■ **Exercise instructions**: Show, in full, each line of the data that contains "true".

■ **Exercise data**:
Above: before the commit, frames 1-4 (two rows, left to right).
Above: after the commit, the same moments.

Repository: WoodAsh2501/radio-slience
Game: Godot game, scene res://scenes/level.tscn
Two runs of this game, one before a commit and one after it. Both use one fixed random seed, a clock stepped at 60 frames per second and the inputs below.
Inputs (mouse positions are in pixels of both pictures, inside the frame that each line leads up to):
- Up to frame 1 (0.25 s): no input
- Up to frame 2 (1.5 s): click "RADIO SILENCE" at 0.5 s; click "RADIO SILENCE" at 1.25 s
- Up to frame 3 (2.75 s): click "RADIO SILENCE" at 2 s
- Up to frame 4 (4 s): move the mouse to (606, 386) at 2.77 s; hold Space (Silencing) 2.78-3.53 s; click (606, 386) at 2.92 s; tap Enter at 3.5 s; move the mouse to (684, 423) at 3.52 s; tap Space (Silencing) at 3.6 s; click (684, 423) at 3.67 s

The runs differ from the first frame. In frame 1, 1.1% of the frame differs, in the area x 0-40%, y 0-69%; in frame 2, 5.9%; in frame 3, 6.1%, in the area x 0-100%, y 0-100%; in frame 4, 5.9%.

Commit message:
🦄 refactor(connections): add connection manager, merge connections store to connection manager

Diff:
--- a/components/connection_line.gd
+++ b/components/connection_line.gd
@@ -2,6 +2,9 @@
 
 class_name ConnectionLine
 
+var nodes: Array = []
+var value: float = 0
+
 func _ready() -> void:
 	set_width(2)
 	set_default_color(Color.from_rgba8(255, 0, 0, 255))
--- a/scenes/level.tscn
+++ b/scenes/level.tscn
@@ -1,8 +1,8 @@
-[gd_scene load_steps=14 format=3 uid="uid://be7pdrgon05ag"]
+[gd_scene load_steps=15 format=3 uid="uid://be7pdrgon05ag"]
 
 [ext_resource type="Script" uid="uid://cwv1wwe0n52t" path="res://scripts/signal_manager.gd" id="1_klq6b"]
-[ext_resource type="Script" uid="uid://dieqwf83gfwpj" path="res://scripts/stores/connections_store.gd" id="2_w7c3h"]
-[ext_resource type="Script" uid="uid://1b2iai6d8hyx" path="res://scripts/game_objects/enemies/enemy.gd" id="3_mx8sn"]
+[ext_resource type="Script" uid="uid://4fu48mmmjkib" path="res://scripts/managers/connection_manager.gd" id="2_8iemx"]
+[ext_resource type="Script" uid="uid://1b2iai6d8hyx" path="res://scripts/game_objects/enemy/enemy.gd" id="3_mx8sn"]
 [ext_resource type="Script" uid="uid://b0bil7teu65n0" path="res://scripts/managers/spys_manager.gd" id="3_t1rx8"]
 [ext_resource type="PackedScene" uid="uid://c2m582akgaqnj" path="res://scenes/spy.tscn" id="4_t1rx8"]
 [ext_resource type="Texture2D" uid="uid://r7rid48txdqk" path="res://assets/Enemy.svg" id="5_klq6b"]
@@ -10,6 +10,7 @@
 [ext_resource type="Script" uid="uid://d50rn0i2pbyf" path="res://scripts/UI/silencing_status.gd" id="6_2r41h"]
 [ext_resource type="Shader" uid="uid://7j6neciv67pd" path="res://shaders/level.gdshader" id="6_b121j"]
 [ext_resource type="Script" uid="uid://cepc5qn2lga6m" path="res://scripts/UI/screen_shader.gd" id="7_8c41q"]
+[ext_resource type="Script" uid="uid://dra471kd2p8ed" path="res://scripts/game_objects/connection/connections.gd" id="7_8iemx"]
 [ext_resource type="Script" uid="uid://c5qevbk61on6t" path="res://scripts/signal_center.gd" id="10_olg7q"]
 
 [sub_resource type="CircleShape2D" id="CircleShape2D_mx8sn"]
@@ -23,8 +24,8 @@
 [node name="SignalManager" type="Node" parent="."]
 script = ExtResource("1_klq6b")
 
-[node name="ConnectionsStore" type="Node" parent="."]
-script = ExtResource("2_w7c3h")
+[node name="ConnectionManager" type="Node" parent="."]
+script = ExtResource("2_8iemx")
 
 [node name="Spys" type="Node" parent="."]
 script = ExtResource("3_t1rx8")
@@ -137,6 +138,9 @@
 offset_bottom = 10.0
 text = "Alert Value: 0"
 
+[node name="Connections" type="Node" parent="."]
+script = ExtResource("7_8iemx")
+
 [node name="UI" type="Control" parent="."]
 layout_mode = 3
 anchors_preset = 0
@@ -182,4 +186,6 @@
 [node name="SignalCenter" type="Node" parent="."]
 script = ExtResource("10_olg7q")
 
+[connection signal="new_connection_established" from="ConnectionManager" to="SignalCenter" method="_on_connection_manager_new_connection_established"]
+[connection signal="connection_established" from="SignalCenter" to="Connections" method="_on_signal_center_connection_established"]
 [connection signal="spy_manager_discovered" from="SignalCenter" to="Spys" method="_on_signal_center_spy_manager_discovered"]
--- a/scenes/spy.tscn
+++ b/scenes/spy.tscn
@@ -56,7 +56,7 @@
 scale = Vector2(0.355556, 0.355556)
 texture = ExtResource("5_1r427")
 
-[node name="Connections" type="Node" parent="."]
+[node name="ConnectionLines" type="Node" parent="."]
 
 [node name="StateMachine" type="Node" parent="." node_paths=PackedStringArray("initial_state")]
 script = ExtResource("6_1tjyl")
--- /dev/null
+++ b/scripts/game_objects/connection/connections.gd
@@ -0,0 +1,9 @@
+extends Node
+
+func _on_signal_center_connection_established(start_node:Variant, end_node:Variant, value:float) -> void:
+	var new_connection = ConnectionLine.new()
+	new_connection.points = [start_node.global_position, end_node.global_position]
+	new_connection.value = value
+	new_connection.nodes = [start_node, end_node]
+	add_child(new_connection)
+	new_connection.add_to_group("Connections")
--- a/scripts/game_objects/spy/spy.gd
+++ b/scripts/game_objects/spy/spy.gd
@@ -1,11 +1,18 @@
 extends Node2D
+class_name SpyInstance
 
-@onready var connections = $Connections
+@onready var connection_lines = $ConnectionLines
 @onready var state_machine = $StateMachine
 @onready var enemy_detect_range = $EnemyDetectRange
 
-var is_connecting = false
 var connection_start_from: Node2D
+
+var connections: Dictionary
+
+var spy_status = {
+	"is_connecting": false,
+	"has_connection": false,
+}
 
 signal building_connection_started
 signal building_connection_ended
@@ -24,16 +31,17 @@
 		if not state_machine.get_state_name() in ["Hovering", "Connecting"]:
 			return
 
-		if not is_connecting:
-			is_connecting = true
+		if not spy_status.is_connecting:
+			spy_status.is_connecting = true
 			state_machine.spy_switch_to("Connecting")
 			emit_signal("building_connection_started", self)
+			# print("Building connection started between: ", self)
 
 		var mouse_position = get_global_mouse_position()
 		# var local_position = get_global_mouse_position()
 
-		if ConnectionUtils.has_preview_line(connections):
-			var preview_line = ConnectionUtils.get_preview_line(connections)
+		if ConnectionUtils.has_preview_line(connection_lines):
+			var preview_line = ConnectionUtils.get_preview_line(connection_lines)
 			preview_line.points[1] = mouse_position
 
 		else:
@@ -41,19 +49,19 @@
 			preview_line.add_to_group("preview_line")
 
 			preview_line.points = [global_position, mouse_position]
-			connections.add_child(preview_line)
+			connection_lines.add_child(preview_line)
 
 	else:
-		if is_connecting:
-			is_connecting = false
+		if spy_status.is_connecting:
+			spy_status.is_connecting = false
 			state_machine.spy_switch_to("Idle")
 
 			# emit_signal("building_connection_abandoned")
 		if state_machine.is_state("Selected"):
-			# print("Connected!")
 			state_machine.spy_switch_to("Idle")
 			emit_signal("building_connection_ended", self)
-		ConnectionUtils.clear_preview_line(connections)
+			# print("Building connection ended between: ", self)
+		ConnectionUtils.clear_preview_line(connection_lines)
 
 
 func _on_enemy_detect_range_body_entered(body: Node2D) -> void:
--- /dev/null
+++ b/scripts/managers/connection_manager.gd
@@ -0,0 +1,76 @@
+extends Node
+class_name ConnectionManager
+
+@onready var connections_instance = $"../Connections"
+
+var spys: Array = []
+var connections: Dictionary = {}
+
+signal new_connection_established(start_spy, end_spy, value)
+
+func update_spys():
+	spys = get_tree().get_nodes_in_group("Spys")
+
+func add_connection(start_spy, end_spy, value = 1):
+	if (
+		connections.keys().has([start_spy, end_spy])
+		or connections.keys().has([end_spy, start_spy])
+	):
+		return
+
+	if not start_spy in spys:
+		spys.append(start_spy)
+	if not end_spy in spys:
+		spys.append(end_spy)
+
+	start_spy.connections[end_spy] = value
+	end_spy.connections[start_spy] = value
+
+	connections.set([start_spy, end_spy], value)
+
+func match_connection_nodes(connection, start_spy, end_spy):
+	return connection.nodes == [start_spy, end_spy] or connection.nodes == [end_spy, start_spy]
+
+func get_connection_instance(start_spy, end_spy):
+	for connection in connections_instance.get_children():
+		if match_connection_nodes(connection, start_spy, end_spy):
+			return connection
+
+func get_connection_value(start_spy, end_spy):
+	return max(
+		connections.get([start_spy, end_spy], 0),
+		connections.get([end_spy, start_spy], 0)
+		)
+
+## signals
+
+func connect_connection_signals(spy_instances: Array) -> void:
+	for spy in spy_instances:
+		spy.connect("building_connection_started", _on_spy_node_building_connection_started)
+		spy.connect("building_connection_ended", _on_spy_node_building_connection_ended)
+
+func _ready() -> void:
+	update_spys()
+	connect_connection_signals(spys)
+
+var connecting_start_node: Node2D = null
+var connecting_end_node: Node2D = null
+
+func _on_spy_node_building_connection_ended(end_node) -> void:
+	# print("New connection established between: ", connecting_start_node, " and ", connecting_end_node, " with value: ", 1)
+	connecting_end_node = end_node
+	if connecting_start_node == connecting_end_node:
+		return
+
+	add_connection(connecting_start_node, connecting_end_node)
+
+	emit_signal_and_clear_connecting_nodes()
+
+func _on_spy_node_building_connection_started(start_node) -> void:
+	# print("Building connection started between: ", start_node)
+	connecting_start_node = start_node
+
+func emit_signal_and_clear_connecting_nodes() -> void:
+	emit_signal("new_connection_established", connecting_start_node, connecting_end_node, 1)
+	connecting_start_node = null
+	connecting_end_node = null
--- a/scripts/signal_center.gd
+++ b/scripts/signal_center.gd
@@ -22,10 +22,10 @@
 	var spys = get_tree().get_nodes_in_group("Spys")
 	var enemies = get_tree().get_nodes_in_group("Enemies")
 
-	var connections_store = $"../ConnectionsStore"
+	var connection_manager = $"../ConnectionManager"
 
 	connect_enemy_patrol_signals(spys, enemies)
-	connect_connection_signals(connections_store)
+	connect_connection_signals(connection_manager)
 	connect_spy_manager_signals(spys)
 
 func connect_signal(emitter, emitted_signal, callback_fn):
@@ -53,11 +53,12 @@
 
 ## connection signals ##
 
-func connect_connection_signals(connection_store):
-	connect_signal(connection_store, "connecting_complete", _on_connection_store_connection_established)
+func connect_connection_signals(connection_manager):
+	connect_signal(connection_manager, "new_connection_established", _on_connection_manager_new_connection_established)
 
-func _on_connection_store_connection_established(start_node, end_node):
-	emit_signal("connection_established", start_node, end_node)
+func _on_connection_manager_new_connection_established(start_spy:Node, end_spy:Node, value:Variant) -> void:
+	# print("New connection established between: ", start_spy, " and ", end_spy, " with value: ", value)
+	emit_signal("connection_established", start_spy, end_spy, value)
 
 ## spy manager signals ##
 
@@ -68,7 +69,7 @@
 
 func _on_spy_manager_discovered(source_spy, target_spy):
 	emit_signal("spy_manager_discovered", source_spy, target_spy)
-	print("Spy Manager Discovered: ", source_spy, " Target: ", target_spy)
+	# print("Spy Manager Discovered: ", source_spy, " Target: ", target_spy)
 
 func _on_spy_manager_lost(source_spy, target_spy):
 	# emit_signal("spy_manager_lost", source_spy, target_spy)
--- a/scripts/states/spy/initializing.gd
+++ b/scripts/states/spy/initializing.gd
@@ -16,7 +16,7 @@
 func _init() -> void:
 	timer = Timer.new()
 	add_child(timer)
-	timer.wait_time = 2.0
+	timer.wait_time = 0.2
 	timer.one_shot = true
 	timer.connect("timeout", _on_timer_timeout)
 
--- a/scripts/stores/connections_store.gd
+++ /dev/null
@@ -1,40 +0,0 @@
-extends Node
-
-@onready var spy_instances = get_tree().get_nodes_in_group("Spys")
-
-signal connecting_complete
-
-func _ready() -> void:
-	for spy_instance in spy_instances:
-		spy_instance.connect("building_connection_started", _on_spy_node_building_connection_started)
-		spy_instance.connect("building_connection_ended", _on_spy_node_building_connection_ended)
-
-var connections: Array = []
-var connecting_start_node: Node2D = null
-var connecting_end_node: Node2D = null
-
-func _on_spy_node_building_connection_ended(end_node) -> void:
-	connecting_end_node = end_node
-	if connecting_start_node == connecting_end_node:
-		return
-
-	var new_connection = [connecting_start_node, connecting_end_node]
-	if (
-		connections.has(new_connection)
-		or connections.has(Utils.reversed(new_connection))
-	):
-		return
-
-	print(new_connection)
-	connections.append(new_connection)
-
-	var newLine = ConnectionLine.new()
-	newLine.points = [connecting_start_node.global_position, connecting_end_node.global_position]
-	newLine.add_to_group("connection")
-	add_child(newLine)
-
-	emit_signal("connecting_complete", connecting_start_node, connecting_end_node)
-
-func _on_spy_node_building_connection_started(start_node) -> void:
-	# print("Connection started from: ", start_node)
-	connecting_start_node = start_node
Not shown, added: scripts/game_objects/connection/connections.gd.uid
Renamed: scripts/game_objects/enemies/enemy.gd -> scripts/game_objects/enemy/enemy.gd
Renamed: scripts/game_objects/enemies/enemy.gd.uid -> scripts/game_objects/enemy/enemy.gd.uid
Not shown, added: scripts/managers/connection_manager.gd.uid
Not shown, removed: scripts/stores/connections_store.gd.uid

■ **Result**:
-			is_connecting = true
+			spy_status.is_connecting = true
 	timer.one_shot = true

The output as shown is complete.